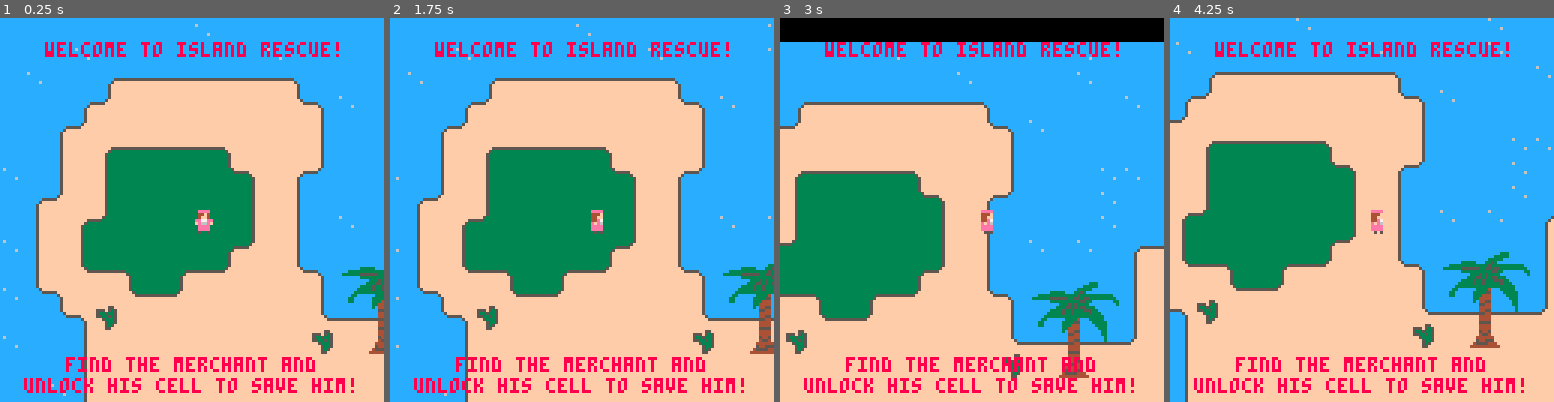
Above: before the commit, frames 1-4 (left to right).
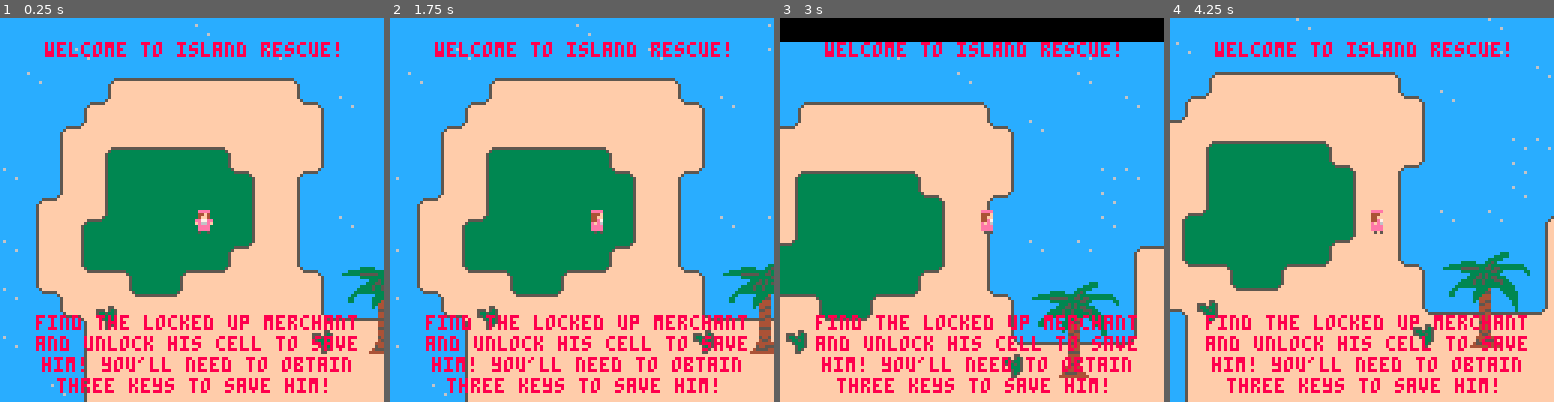
Above: after the commit, the same moments.

Repository: gutsuv/TAP-project
Game: PICO-8 cartridge test2.p8
The game is run twice, just before and just after one commit, with the same random seed, the same clock (stepped at 60 frames per second) and the same inputs.
Inputs:
- Up to frame 1 (0.25 s): no input
- Up to frame 2 (1.75 s): tap X (X key) at 0.33, 1.07 s; tap O (Z key) at 0.7, 1.7 s; hold Right from 1.6 s (still down)
- Up to frame 3 (3 s): tap X (X key) at 1.85, 2.97 s; release Right at 2.1 s; tap O (Z key) at 2.1, 2.5, 2.9 s; hold Up 2.15-2.42 s; hold Right from 2.47 s (still down)
- Up to frame 4 (4.25 s): release Right at 3.03 s; hold Left 3.08-3.58 s; tap O (Z key) at 3.3, 3.7, 4.1 s; hold Down 3.63-3.97 s; hold Right from 4.02 s (still down); tap X (X key) at 4.08 s

The runs differ from the first frame. In frame 1, 5.6% of the frame differs, in the area x 6-93%, y 77-98%; in frame 2, 5.6%; in frame 3, 5.6%; in frame 4, 5.6%.

Commit message:
finished game, woohoo

Diff:
--- a/test2.p8
+++ b/test2.p8
@@ -53,12 +53,31 @@
 	questthree.y = 82
 
 	questthreeboolean = false
+	buttonselected = false
+
+	buttonorange = {}
+	buttonorange.sprite = 121
+	buttonorange.x = 592
+	buttonorange.y = 72
+
+	buttonbrown = {}
+	buttonbrown.sprite = 120
+	buttonbrown.x = 624
+	buttonbrown.y = 72
+
+	buttonyellow = {}
+	buttonyellow.sprite = 122
+	buttonyellow.x = 592
+	buttonyellow.y = 104
+
+	buttonred= {}
+	buttonred.sprite = 123
+	buttonred.x = 624
+	buttonred.y = 104
 
 	player = {}
 	player.x = 64
 	player.y = 64
-	//player.x = 900
-	//player.y = 50
 	player.sprite = 1
 	player.speed = 1
 	player.moving = false
@@ -241,14 +260,18 @@
 	// game beginning text
 	if player.x < 120 and player.y < 90 then
 		print("welcome to island rescue!", player.x - 49, player.y - 56, 8)
-		print("find the merchant and", player.x - 42, player.y + 49, 8)
-		print("unlock his cell to save him!", player.x - 56, player.y + 56, 8)
+		print("find the locked up merchant", player.x - 52, player.y + 35, 8)
+		print("and unlock his cell to save", player.x - 52, player.y + 42, 8)
+		print("him! you'll need to obtain ", player.x - 50, player.y + 49, 8)
+		print("three keys to save him!", player.x - 45, player.y + 56, 8)
 	end
 
 	// game end text with merchant
 	if player.x >= merchant.x and player.x <= merchant.x + 16 and player.y >= merchant.y and player.y <= merchant.y + 16 then
-		print("you found the merchant!", player.x - 56, player.y - 56, 8)
-		print("he dabs and says thanks!", player.x - 56, player.y - 49, 8)
+		print("you found the merchant!", player.x - 44, player.y - 56, 8)
+		print("he dabs and says thanks!", player.x - 46, player.y - 49, 8)
+
+		print("congratulations!", player.x - 32, player.y + 56, 8)
 	end
 
 	// quest one
@@ -317,6 +340,81 @@
 		print("bring back the coconut", player.x - 49, player.y + 56, 8)
 	end
 
+	// quest three
+	if player.x >= questthree.x - 12 and player.x <= questthree.x + 12 and player.y >= questthree.y - 12 and player.y <= questthree.y + 12 then
+		if questthreeboolean == false and buttonselected == false then
+			print("hey kid, i forgot what color", player.x - 60, player.y - 56, 8)
+			print("cocunuts are. im getting old.", player.x - 56, player.y - 49, 8)
+			print("can you activate the coconut", player.x - 56, player.y - 42, 8)
+			print("colored box to the east?", player.x - 49, player.y - 35, 8)
+		end
+
+		if questthreeboolean == false and buttonselected == true then
+			print("i don't think that's correct", player.x - 54, player.y - 56, 8)
+		end
+
+		if questthreeboolean == true and buttonselected == true then
+			print("thanks for the help kid", player.x - 46, player.y - 56, 8)
+			print("you have obtained a key", player.x - 46, player.y - 42, 8)
+
+			if keythree == false then
+				keythree = true
+				keycounter = keycounter + 1
+			end
+
+			print("keys obtained: "..keycounter, player.x - 28, player.y + 56, 8)
+		end
+	end
+
+	// if standing on certain button, make it green and turn off other buttons
+	if player.x >= buttonorange.x - 4 and player.x <= buttonorange.x + 4 and player.y >= buttonorange.y - 4 and player.y <= buttonorange.y + 4 then
+		buttonselected = true
+
+		buttonorange.sprite = 125
+		buttonbrown.sprite = 120
+		buttonyellow.sprite = 122
+		buttonred.sprite = 123
+
+		print("return to the man", player.x - 42, player.y + 56, 8)
+	end
+
+	if player.x >= buttonbrown.x - 4 and player.x <= buttonbrown.x + 4 and player.y >= buttonbrown.y - 4 and player.y <= buttonbrown.y + 4 then
+		buttonselected = true
+
+		if questthreeboolean == false then
+			questthreeboolean = true
+		end
+
+		buttonorange.sprite = 121
+		buttonbrown.sprite = 124
+		buttonyellow.sprite = 122
+		buttonred.sprite = 123
+
+		print("return to the man", player.x - 42, player.y + 56, 8)
+	end
+
+	if player.x >= buttonyellow.x - 4 and player.x <= buttonyellow.x + 4 and player.y >= buttonyellow.y - 4 and player.y <= buttonyellow.y + 4 then
+		buttonselected = true
+
+		buttonorange.sprite = 121
+		buttonbrown.sprite = 120
+		buttonyellow.sprite = 126
+		buttonred.sprite = 123
+
+		print("return to the man", player.x - 42, player.y + 56, 8)
+	end
+
+	if player.x >= buttonred.x - 4 and player.x <= buttonred.x + 4 and player.y >= buttonred.y - 4 and player.y <= buttonred.y + 4 then
+		buttonselected = true
+
+		buttonorange.sprite = 121
+		buttonbrown.sprite = 120
+		buttonyellow.sprite = 122
+		buttonred.sprite = 127
+
+		print("return to the man", player.x - 42, player.y + 56, 8)
+	end
+
 	// locked cells text
 	if player.x >= merchant.x - 6 and player.x <= merchant.x + 12 and player.y >= merchant.y + 24 and player.y <= merchant.y + 30 and keycounter < 3 then
 		print("you will need 3 keys to unlock!", player.x - 60, player.y - 56, 8)
@@ -337,14 +434,21 @@
 end
 
 function _draw()
- cls()
+	cls()
 	map(0, 0, 0, 0, 128, 64)
 	spr(merchant.sprite, merchant.x, merchant.y)
 	spr(questone.sprite, questone.x, questone.y)
 	spr(questtwo.sprite, questtwo.x, questtwo.y)
 	spr(questthree.sprite, questthree.x, questthree.y)
+
+	spr(buttonorange.sprite, buttonorange.x, buttonorange.y)
+	spr(buttonbrown.sprite, buttonbrown.x, buttonbrown.y)
+	spr(buttonyellow.sprite, buttonyellow.x, buttonyellow.y)
+	spr(buttonred.sprite, buttonred.x, buttonred.y)
+
 	spr(coconut.sprite, coconut.x, coconut.y)
 	spr(morecoconut.sprite, morecoconut.x, morecoconut.y)
+
 	spr(player.sprite, player.x, player.y)
 
 	camera(player.x - 64, player.y - 64)
@@ -493,18 +597,18 @@
 16162b273535353535353535351516164545454545454545454545451e45454545451e45451e454545505152534545454545451e454545451e4545452b262626262626262626262c4545454545454545454545451e454545454545454545454545454545454545452b26266026606162632c454545451e454545451e45454545
 1616173508090909090a353535151616451e1e454545451e45451e45454545454545451e45452b262660616263262c45454545454545454545451e45175c5d5b5c5d5b5c5d5b5c151e454545454545454545454545454545451e454545454545451e4545451e4545175c5d704b4b717273151e45454545454545451e45454545
 1e1617351819191919370a35053c1616451e454545451e4545454545451e454545451e1e4545175c5d707172735c151e4545451e1e4545454545452b276c6d6b6c3d6b6c6d6b6c15454545454545454545454545451e1e454545454545451e4545451e454f4f4f4f4f4c4c6b76776b6c6d151645454545454545454545454545
-162b27351819191919191a3515161616451e4545454545454545454545454545454545454545176c6d6b6c6d6b6c1516454545454540414243162b274b4c4d4b4c4d4b4c4d4b4c2526262c45454545451e45454545451e45454545451e1e1e45454545164f4b4b4b4f4c4b5d5b5c5d5b5c15161e45451e45454545451e454545
-161735083819191919191a3515161e161e452b262626262626262c45454545454545452b2626274c4d4b4c4d4b4c2526262c454545505152532b275d5b5c5d5b0809090a5d5b5c5d5b5c151e454545454545454545454545451e454545454545451616164f5d4f4f4f5c4f4f4f4f4f4f4f4f164516451e451e1e1e4545454545
-1e1735181919191919392a5b151616164545173535353535353515451e404142434545175c5d5b5c5d5b5c5d5b5c5d5b5c151e452b60616263276c6d6b356d083819191a6d6b6c6d6b6c252c45451e4545454545451e4545451e451e45454516161616164f6d6b6c4f6c4f4d4b4c4d4b4c4f4f45451e45454545454545451e45
-16173528293a1939292a5b5b252c404142431735353535353535151e45505152531e2b276c6d6b6c6d6b6c6d35356d6b6c151e2b27707172734b4c4d4b35351819191937090a4c4d4b4c4d25262626262c454545454545454545451e454545164f4f4f4f4f4f4f4b4f5b4f4f4f4f4f4f5c5d4f45454545454545454545454545
-1e3b07353528292a4c5b5b5b35155051525317353535353535352526266061626326274b4c4d4b4c4d4b3d35354c4d4b4c2526275c5d5b5c5d5b5c5d5b5c5d1819191919191a5c5d5b3d5d5b5c5d5b5c1545451e4545454545454545454516164f6d6b4c5c5d5b5c4f6b6c6d4b356d4f4f4b4f4f454545451e45451e1e454545
-16163b073d353535705b5b73352560616263273535353535355d5b5c5d707172735c5d5b5c5d5b5c5d5b5c355b5c5d5b5c5d5b6b0809090a6d6b6c6d6b6c6d2829292929292a6c6d6b6c6d6b6c6d6b6c1545454647451e47451616164f4f4f4f4f4d4f4f4f4f4f4f4f4f4f4f4f4f4d4b4f4d4b4f161e45454545454545454545
-1e1616173535353535353535353d707172734d4b4c4d4b6b6c6d6b6c6d6b6c6d6b6c6d6b6c6d6b6c6d6b35356b6c6d6b6c6d6b4b1819191a4d4b4c4d4b4c4d4b4c4d4b4c4d4b4c4d4b4c4d4b4c4d4b4c252c5556575556574f4f4f4f4f5c5d5b5c5d5b4b4c4d4c4c4c4c4c5d5b4f4f5b4f4f5b4f164545454545454545454545
-161616174c4d4b4c4d4b4c4d4b4c4d4b4c4d5d5b3535354b4c4d4b4c4d3d4c4d4b4c4d4b4c4d4b4c4d35354d4b4c4d4b4c4d08093819191a5d5b5c5d5b5c5d5b5c5d5b5c5d5b5c5d5b5c5d5b5c5d5b5c5d15651e671e66674f4b6c6d6b6c4f4f4f4f4f4f4f4f4f4f4f4f4f4f6b4f6d354f6d4b4f16164545451e454545451e45
-16161e175c5d5b5c5d5b5c5d5b5c5d5b5c5d6d6b6c6d6b5b355d5b5c5d5b5c5d5b5c5d5b5c5d5b5c5d5b5c5d5b5c5d5b080938191919392a6d6b0506076c6d6b6c6d6b6c3d6b6c6d6b05060606060606063c45461e4546164f4b4f4f4f4c4d4b4c4d4b6b6c6d4c4c4c4c4c4f354f354f4f4b4f4f161645454545454545454545
+162b27351819191919191a3515161616451e4545454545454545454545454545454545454545176c6d6b6c6d6b6c1516454545454540414243162b274b4c4d4b4c4d4b4c4d4b4c2526262626262626262c45454545451e45454545451e1e1e45454545164f4b4b4b4f4c4b5d5b5c5d5b5c15161e45451e45454545451e454545
+161735083819191919191a3515161e161e452b262626262626262c45454545454545452b2626274c4d4b4c4d4b4c2526262c454545505152532b275d5b5c5d5b0809090a5d5b5c5d5b5c3535353535351545454545454545451e454545454545451616164f5d4f4f4f5c4f4f4f4f4f4f4f4f164516451e451e1e1e4545454545
+1e1735181919191919392a5b151616164545173535353535353515451e404142434545175c5d5b5c5d5b5c5d5b5c5d5b5c151e452b60616263276c6d6b356d083819191a6d6b6c4b6b353535354b353515454545451e4545451e451e45454516161616164f6d6b6c4f6c4f4d4b4c4d4b4c4f4f45451e45454545454545451e45
+16173528293a1939292a5b5b252c404142431735353535353535151e45505152531e2b276c6d6b6c6d6b6c6d35356d6b6c151e2b27707172734b4c4d4b35351819191937090a4c4d4b4c4d353535353515454545454545454545451e454545164f4f4f4f4f4f4f4b4f5b4f4f4f4f4f4f5c5d4f45454545454545454545454545
+1e3b07353528292a4c5b5b5b35155051525317353535353535352526266061626326274b4c4d4b4c4d4b3d35354c4d4b4c2526275c5d5b5c5d5b5c5d5b5c5d1819191919191a5c5d5b4b5d5b5c5d5b5c1545451e4545454545454545454516164f6d6b4c5c5d5b5c4f6b6c6d4b356d4f4f4b4f4f454545451e45451e1e454545
+16163b073d353535705b5b73352560616263273535353535355d5b5c5d707172735c5d5b5c5d5b5c5d5b5c355b5c5d5b5c5d5b6b0809090a6d6b6c6d6b6c6d2829292929292a6c6d6b6c4b4b4b4b6b6c1545454647451e47451616164f4f4f4f4f4d4f4f4f4f4f4f4f4f4f4f4f4f4d4b4f4d4b4f161e45454545454545454545
+1e1616173535353535353535353d707172734d4b4c4d4b6b6c6d6b6c6d6b6c6d6b6c6d6b6c6d6b6c6d6b35356b6c6d6b6c6d6b4b1819191a4d4b4c4d4b4c4d4b4c4d4b4c4d4b4c4d4b4c354b4c4d354c15165556575556574f4f4f4f4f5c5d5b5c5d5b4b4c4d4c4c4c4c4c5d5b4f4f5b4f4f5b4f164545454545454545454545
+161616174c4d4b4c4d4b4c4d4b4c4d4b4c4d5d5b3535354b4c4d4b4c4d3d4c4d4b4c4d4b4c4d4b4c4d35354d4b4c4d4b4c4d08093819191a5d5b5c5d5b5c5d5b5c5d5b5c5d5b5c5d5b5c5d5b5c5d5b5c1516651e671e66674f4b6c6d6b6c4f4f4f4f4f4f4f4f4f4f4f4f4f4f6b4f6d354f6d4b4f16164545451e454545451e45
+16161e175c5d5b5c5d5b5c5d5b5c5d5b5c5d6d6b6c6d6b5b355d5b5c5d5b5c5d5b5c5d5b5c5d5b5c5d5b5c5d5b5c5d5b080938191919392a6d6b0506076c6d6b6c6d4b6c3d6b6c6d6b050606060606063c1645461e4546164f4b4f4f4f4c4d4b4c4d4b6b6c6d4c4c4c4c4c4f354f354f4f4b4f4f161645454545454545454545
 1e4546176c6d6b6c6d6b6c6d6b6c6d6b6c6d4d4b4c3d4b6b6c6d6b6c6d6b6c6d6b6c6d6b6c6d6b6c6d6b6c6d6b6c08093819191919392a4c4d4b15563b06074b4c4d4b4c4d4b4c4d4b155556571e565756571e56571e56164f4d5c5d4f4f4f4f4b4f4f4f4f4f4f4f4f4f4f4f5b4f5d5b5c5d5b4f1645451e4545454545454545
 555556174c4d4b4c4d4b4c0809090a4b4c354b4c4d4b4c4d354c4d4b4c4d4c4d4b4c4d0809090a4c4d4b4c4d0809381919191919392a5b5c5d5b151e55563b060606060606060606063c651e671e1e6766676566674f4f4f4f4f4f6d6b4f5c5d5b4f5d4c4c4f4c4c4c6b6c4b6b4f4f4f4f4f6b4f1645451e451e4545451e4545
-656566175c5d5b5c5d5b5c1819191a5b5c5d5b5c5d5b5c5d5b5c5d5b5c5d5c5d5b5c5d18191937090909090938191919191919392a6d6b6c3d6b1546651e67471e4647451e474546474546471e4546161616161e164f4b4b6c6d4f4f4b4f4f4f4f4f4c4f4c4f4c4f4c4f4f4f4b4f4c4b4c4d4b4f164545454545454545454545
+656566175c5d5b5c5d5b5c1819191a5b5c5d5b5c5d5b5c5d5b5c5d5b5c5d5c5d5b5c5d18191937090909090938191919191919392a6d6f6c3d6b1546651e67471e4647451e474546474546471e4546161616161e164f4b4b6c6d4f4f4b4f4f4f4f4f4c4f4c4f4c4f4c4f4f4f4b4f4c4b4c4d4b4f164545454545454545454545
 451e463b076d6b6c6d6b6c181919370a6c6d6b6c6d6b6c6d6b6c6d6b6c6d6c6d6b6c6d181919191919191919191919191919191a6d6b6c6d6b6c1556571e56575556571e565755561e551e57555556161e161616164f4d4f4f4d4b4f4d4b4c4d4b4f4c4f4c4c4c4f5d4f5c4f5b4f5d4f4f4f4f4f164545454545454545454545
 55555616174d4b4c4d4b4c181919191a4c4d4b4c4d4b4c4d4b4c4d4b4c4d4b4c4d4b4c283a19191919190d0e0e0e0e0e0e0f191a4c4d4b4c4d4c25262c65666765666765661e65666765666765652b6026262626264f5d5b4f4f5b4f4f4f4f4f5b4f4f4f4f4f4f4f6d4f6c4f6b4f6d6b4f161616161e454545451e4545454545
 6565661e175d5b5c5d5b5c282929292a355d5b5c5d5b5c5d5b5c5d5b5c5d5b5c5d5b5c5d283a191919191d1e161616161e1b0f1a5c5d5b5c5d355d4b252c1e4041424345461e454647451e471e46177035357373734f4f6b354f6b4f4c6b6c6d6b4f4c4c4c4c4b4c4d4f4c4f4b4f4f4b4f161645451e451e45451e4545454545
@@ -515,7 +619,7 @@
 551e1e3b06074b4c4d4b4c4d4b4c4d4b4c4d4b155657555657551e575517354c4d4b4c4d4b4c4d1819191919191919191919191919191919370a4c4d4c6b6c6d6b6c6d6b6c6d6b6c6d6b6b6c6d6c6d6b6c6d6b6c6d6b6c6b6c4f4f4f4f4f6c4f6b4f6d4f4f4f6b6c6d4f6c6d6b6c4f454545454545451e1e4545451e45454545
 6565666765175b5c5d5b5c5d5b5c5d5b5c5d5b151e671e6667651e1e653b075c5d5b5c5d5b5c083819191939292929293a1919191919191919370a5d5c4b4c4d4b4c4d4b4c4d4b4c4d3d4c4d4b4c4d4b4c4d4b4c4d4b08090a354c4c4c4d4b4f4b4f4d4b4c4f4f4f4f4f4f4f4f4f4f4545451e4545451e454545454545454545
 4545464745176b6c6d6b6c6d6b6c6d6b6c6d6b1546471e464745461e45463b076d6b6c6d080938191919191a6d6b6c6d283a191919190d0e0f1937090909090a5b5c5d5b5c5d5b5c5d5b5c5d5b5c5d5b5c5d5b5c5d5b18191a355d4f4f4f5b4f5b4f4f4f5c4f454545454545454545451e454545454545454545454545454545
-1e551e5755174b4c4d4b4c4d4b4c4d4b4c3d4b1556575556571e565755561e174d4b4c4d180d0e0f1919392a4d4b354d4b283a1919191d1e1f1919191919191a6b6c6d6b6c6d6b6c6d6b6c6d6b6c6d6b6c6d6b356d6b28292a356d6b6c4f4f4f6b6c6d4f6c4f4545451e451e45454545454545454545454545451e4545454545
+1e551e5755174b4c4d4b4c4d4b4c4d4b4c3d4b1556575556571e565755561e174d4b4c4d180d0e0f1919392a4d4b354d4b283a1919191d1e1f1919191919191a6b6c6d6b6c6d5e6c6d6b6c6d6b6c6d6b6c6d6b356d6b28292a356d6b6c4f4f4f6b6c6d4f6c4f4545451e451e45454545454545454545454545451e4545454545
 45651e6765175b5c5d5b5c5d5b5c5d5b5c5d5b252c6765666765666765661e175d5b5c08381d1e1f19392a5c5d5b35355b5c28293a192d2e2f3929292929292a4b4c4d4b4c4d4b4c4d4b4c4d4b4c4d4b4c4d4b4c4d4b4c4d4b4c4d4b4c4d4b4f4f4f4d4b4b4f45451e45454545454545451e45451e4545454545454545454545
 5545461e45176b6c6d6b6c6d4b4c4d4b4c4d4b4c252c1e40414243472b2626276d6b6c18192d2e2f392a4b4c4d4b4c35354c4d6b283a1919191a5b5c5d5b5c5d5b5c35355c5d5b5c5d5b5c5d5b5c5d5b5c5d5b5c5d5b5c5d5b5c5d5b5c5d5b5c5b4f4f4f4f4f45454545454545454545451e454545451e1e4545454545454545
 
Not shown, changed: 26 lines of the sprite sheet (__gfx__) section of test2.p8
------------------------------
§ Assignment: Restate word for word the lines running from the first line of the material to the line containing "-53,12 +53,31 @@", inclusive, and drop every picture.

§ Reply:
Above: before the commit, frames 1-4 (left to right).
Above: after the commit, the same moments.

Repository: gutsuv/TAP-project
Game: PICO-8 cartridge test2.p8
The game is run twice, just before and just after one commit, with the same random seed, the same clock (stepped at 60 frames per second) and the same inputs.
Inputs:
- Up to frame 1 (0.25 s): no input
- Up to frame 2 (1.75 s): tap X (X key) at 0.33, 1.07 s; tap O (Z key) at 0.7, 1.7 s; hold Right from 1.6 s (still down)
- Up to frame 3 (3 s): tap X (X key) at 1.85, 2.97 s; release Right at 2.1 s; tap O (Z key) at 2.1, 2.5, 2.9 s; hold Up 2.15-2.42 s; hold Right from 2.47 s (still down)
- Up to frame 4 (4.25 s): release Right at 3.03 s; hold Left 3.08-3.58 s; tap O (Z key) at 3.3, 3.7, 4.1 s; hold Down 3.63-3.97 s; hold Right from 4.02 s (still down); tap X (X key) at 4.08 s

The runs differ from the first frame. In frame 1, 5.6% of the frame differs, in the area x 6-93%, y 77-98%; in frame 2, 5.6%; in frame 3, 5.6%; in frame 4, 5.6%.

Commit message:
finished game, woohoo

Diff:
--- a/test2.p8
+++ b/test2.p8
@@ -53,12 +53,31 @@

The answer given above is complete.